Where is 5G now?

Where is 5G now?
Source: Reuters
By the end of 2020, China is estimated to have around 80% of 5G mobile subscriptions worldwide.

Despite providing faster wireless networks and infinite technological possibilities, 5G has had its fair share of challenges over the past few years. As the focus of both international sanctions and conspiracy theories, 5G has left countries with the difficult task of developing their 5G infrastructure.

So where is 5G now?


Chinese telecom giants Huawei Technologies Co., Ltd. and Guangdong Oppo Mobile Telecommunications Corp., Ltd. (operating as Oppo) took control over many 5G patents early on in the process, positioning China at the forefront of the development of 5G infrastructure.

China’s early entrance into the new market is likely to pay economic dividends thanks to what 5G is expected to bring with it – namely, hundreds of thousands of jobs as well as new and innovative technologies.

New versions of wireless services have historically proved valuable. The United States found that being an early adopter of 4G brought with it a massive increase in the number of jobs and technological development in the country.

China has faced some challenges in securing similarly economic benefits with its 5G development. Huawei was banned from playing a part in building the 5G network in the US and the United Kingdom, with the US publicly claiming that security concerns were the reason for the ban.

Huawei, meanwhile, has argued that the ban had more to do with the trade war between the US and China under the Trump administration.

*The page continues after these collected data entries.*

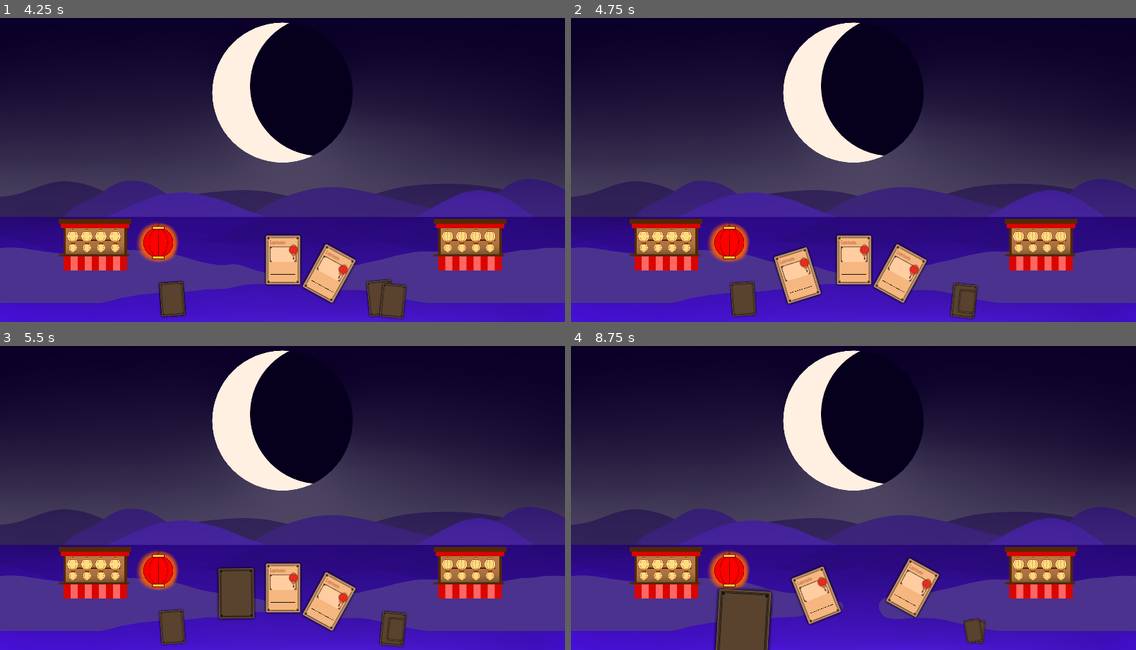
Above: before the commit, frames 1-4 (two rows, left to right).
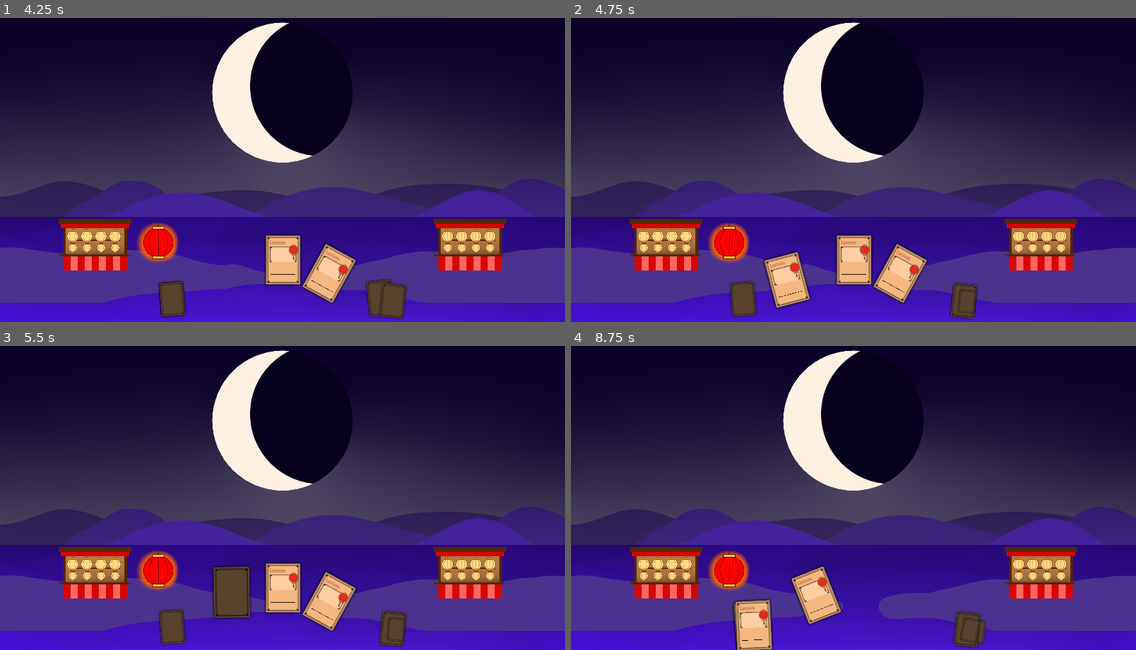
Above: after the commit, the same moments.

Repository: CiaranWoodward/LD52
Game: Godot game, scene res://Level/Level.tscn
Two runs of this game, one before a commit and one after it. Both use one fixed random seed, a clock stepped at 60 frames per second and the inputs below.
Inputs (mouse positions are in pixels of both pictures, inside the frame that each line leads up to):
- Up to frame 1 (4.25 s): tap Enter at 0.5, 2, 3.5 s; move the mouse to (169, 297) at 0.52 s; click (169, 297) at 0.67 s; tap Space at 1.25, 2.75 s; click (169, 297) at 1.42 s; click (169, 297) at 2.17 s; click (169, 297) at 2.92 s; move the mouse to (237, 270) at 3.52 s; click (237, 270) at 3.67 s
- Up to frame 2 (4.75 s): move the mouse to (949, 297) at 4.27 s; click (949, 297) at 4.42 s
- Up to frame 3 (5.5 s): move the mouse to (242, 595) at 5.02 s; click (242, 595) at 5.17 s
- Up to frame 4 (8.75 s): move the mouse to (740, 625) at 5.77 s; click (740, 625) at 5.92 s; move the mouse to (910, 628) at 6.52 s; click (910, 628) at 6.67 s; move the mouse to (751, 625) at 7.27 s; click (751, 625) at 7.42 s; move the mouse to (853, 589) at 8.02 s; click (853, 589) at 8.17 s

Frame 1 is identical in both runs. In frame 2, 1.2% of the frame differs, in the area x 34-45%, y 74-96%; in frame 3, 0.6%; in frame 4, 3.5%, in the area x 25-73%, y 69-100%.

Commit message:
shuffle sound

Diff:
--- a/Cards/Card.gd
+++ b/Cards/Card.gd
@@ -81,6 +81,8 @@
 
 func _reseat_done():
 	set_mousehover_ignore(false)
+	$SoundSoftPlace.pitch_scale = rand_range(0.8, 1.2)
+	$SoundSoftPlace.play()
 	if is_instance_valid(reseat_target) && reseat_target != get_parent():
 		position = reseat_offset
 		rotation = reseat_rotationoffset
@@ -98,6 +100,7 @@
 				moused_down = true
 			else:
 				if moused_down:
+					$SoundClick.pitch_scale = rand_range(1, 1.1)
 					$SoundClick.play()
 					emit_signal("card_clicked", self)
 				moused_down = false
@@ -107,6 +110,7 @@
 
 func _on_MouseHoverArea_mouse_entered() -> void:
 	mouse_over = true
+	$SoundHover.pitch_scale = rand_range(1.3, 1.5)
 	$SoundHover.play()
 	if !mousehover_ignore:
 		grow_card()
--- a/Cards/Card.tscn
+++ b/Cards/Card.tscn
@@ -56,13 +56,17 @@
 
 [node name="SoundHover" type="AudioStreamPlayer2D" parent="."]
 stream = ExtResource( 5 )
-volume_db = -1.747
-pitch_scale = 1.5
+volume_db = 1.6
+pitch_scale = 1.73
 bus = "Cards"
 
 [node name="SoundClick" type="AudioStreamPlayer2D" parent="."]
 stream = ExtResource( 6 )
 
+[node name="SoundSoftPlace" type="AudioStreamPlayer2D" parent="."]
+stream = ExtResource( 5 )
+volume_db = -7.866
+
 [connection signal="input_event" from="Scaler/MouseSelectArea" to="." method="_on_MouseSelectArea_input_event"]
 [connection signal="mouse_exited" from="Scaler/MouseSelectArea" to="." method="_on_MouseSelectArea_mouse_exited"]
 [connection signal="mouse_entered" from="MouseHoverArea" to="." method="_on_MouseHoverArea_mouse_entered"]
--- a/UI/HUD.gd
+++ b/UI/HUD.gd
@@ -28,6 +28,7 @@
 func replace_draw():
 	if _draw.get_count() == 0:
 		_draw.add_shuffled_cards(_discard.cards())
+		$SoundShuffle.play()
 
 func _draw_replaced():
 	draw_card()
--- a/UI/HUD.tscn
+++ b/UI/HUD.tscn
@@ -1,10 +1,11 @@
-[gd_scene load_steps=6 format=2]
+[gd_scene load_steps=7 format=2]
 
 [ext_resource path="res://Cards/Card.tscn" type="PackedScene" id=1]
 [ext_resource path="res://UI/HUD.gd" type="Script" id=2]
 [ext_resource path="res://UI/DiscardPile.gd" type="Script" id=3]
 [ext_resource path="res://UI/DrawPile.gd" type="Script" id=4]
 [ext_resource path="res://UI/Hand.gd" type="Script" id=5]
+[ext_resource path="res://Sounds/Shuffle.wav" type="AudioStream" id=6]
 
 [node name="HUD" type="Node2D"]
 script = ExtResource( 2 )
@@ -57,3 +58,9 @@
 
 [node name="Card4" parent="DiscardPile" instance=ExtResource( 1 )]
 is_active = false
+
+[node name="SoundShuffle" type="AudioStreamPlayer" parent="."]
+stream = ExtResource( 6 )
+volume_db = -15.731
+pitch_scale = 0.8
+bus = "Cards"

But China hasn’t let the setback deter it. Xiao Yaqing, the Chinese Minister of Industry and Information Technology, said at an industry event that the country would be adding more than 600,000 base stations in cities across China to accelerate 5G coverage, including 8,000 in Shanghai alone. This would come on top of the more than 700,000 stations nationwide and as part of the US$1.4 trillion rollout of the country’s 5G infrastructure.

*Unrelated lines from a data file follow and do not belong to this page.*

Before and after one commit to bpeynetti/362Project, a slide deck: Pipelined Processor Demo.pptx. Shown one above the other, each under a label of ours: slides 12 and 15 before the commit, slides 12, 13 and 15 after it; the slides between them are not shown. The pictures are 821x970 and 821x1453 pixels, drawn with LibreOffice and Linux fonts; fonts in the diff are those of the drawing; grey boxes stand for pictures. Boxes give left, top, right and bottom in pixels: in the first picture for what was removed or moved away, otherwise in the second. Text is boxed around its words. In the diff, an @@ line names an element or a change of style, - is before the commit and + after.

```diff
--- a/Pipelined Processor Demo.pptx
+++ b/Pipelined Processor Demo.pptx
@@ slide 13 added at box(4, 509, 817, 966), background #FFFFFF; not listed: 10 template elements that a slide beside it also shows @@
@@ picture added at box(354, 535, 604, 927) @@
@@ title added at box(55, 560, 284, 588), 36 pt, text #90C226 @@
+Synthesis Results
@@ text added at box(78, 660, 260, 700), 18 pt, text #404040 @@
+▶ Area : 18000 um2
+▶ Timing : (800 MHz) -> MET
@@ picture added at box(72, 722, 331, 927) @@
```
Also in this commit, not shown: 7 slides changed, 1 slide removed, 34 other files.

By the end of 2020, China is estimated to have around 80% of 5G mobile subscriptions worldwide.

In its pursuit for global 5G domination, China formed economic alliances with developing countries throughout Africa, Latin America and Asia. The budding economies in these locations have allowed China to recoup some of the revenue it’s lost in the US and Europe by providing 5G networks run almost exclusively through Huawei. These networks will give China the upper hand in the 5G development race.

United States

The trade war the Trump administration waged against China brought the US a number of 5G-related problems. The most prominent of these came with the US ban on Huawei. The failure to provide service to the US killed most telecom operators’ original plan, which was to use the prebuilt 4G network to kick-start the development of 5G in the states, about half of which was built by Huawei.

However, with a new president, the US might be more open to discussions with China that could save telecom operators billions. President Joe Biden has also eased concerns that his administrations’ policies could change overnight, minimizing operator’s fears.

But when it comes to 5G, the US will still likely seek to compete with China not only in the North American market, but in other countries as well.

In fact, the US has already had success in getting other countries to take a hard line against Huawei.

The UK banned Huawei’s involvement in the development of its network, while Japan, Australia and India have also abandoned Huawei. This move away from Huawei provides an opportunity for both American and European telecom companies to get their foot in the door in markets they wouldn’t otherwise target.


The European Union has been slow to develop its 5G market, currently making up only around 1% of mobile 5G subscriptions, compared to the 4% occupied by the US and the 80% taken by China.

But now, after years of reluctance when it came to investing in a significant 5G network, the EU has decided to dedicate a fifth of its US$914 billion recovery fund to improving digital capabilities within the union.

Europe has faced pressure from the US to shun Huawei’s technology to develop its 5G infrastructure and this could prove beneficial to European companies. Finland’s Nokia and Sweden’s Ericsson have already profited off of Huawei’s inability to fill the gaps in markets that have banned it.

But who will ultimately emerge as victorious in the 5G wars is yet to be seen.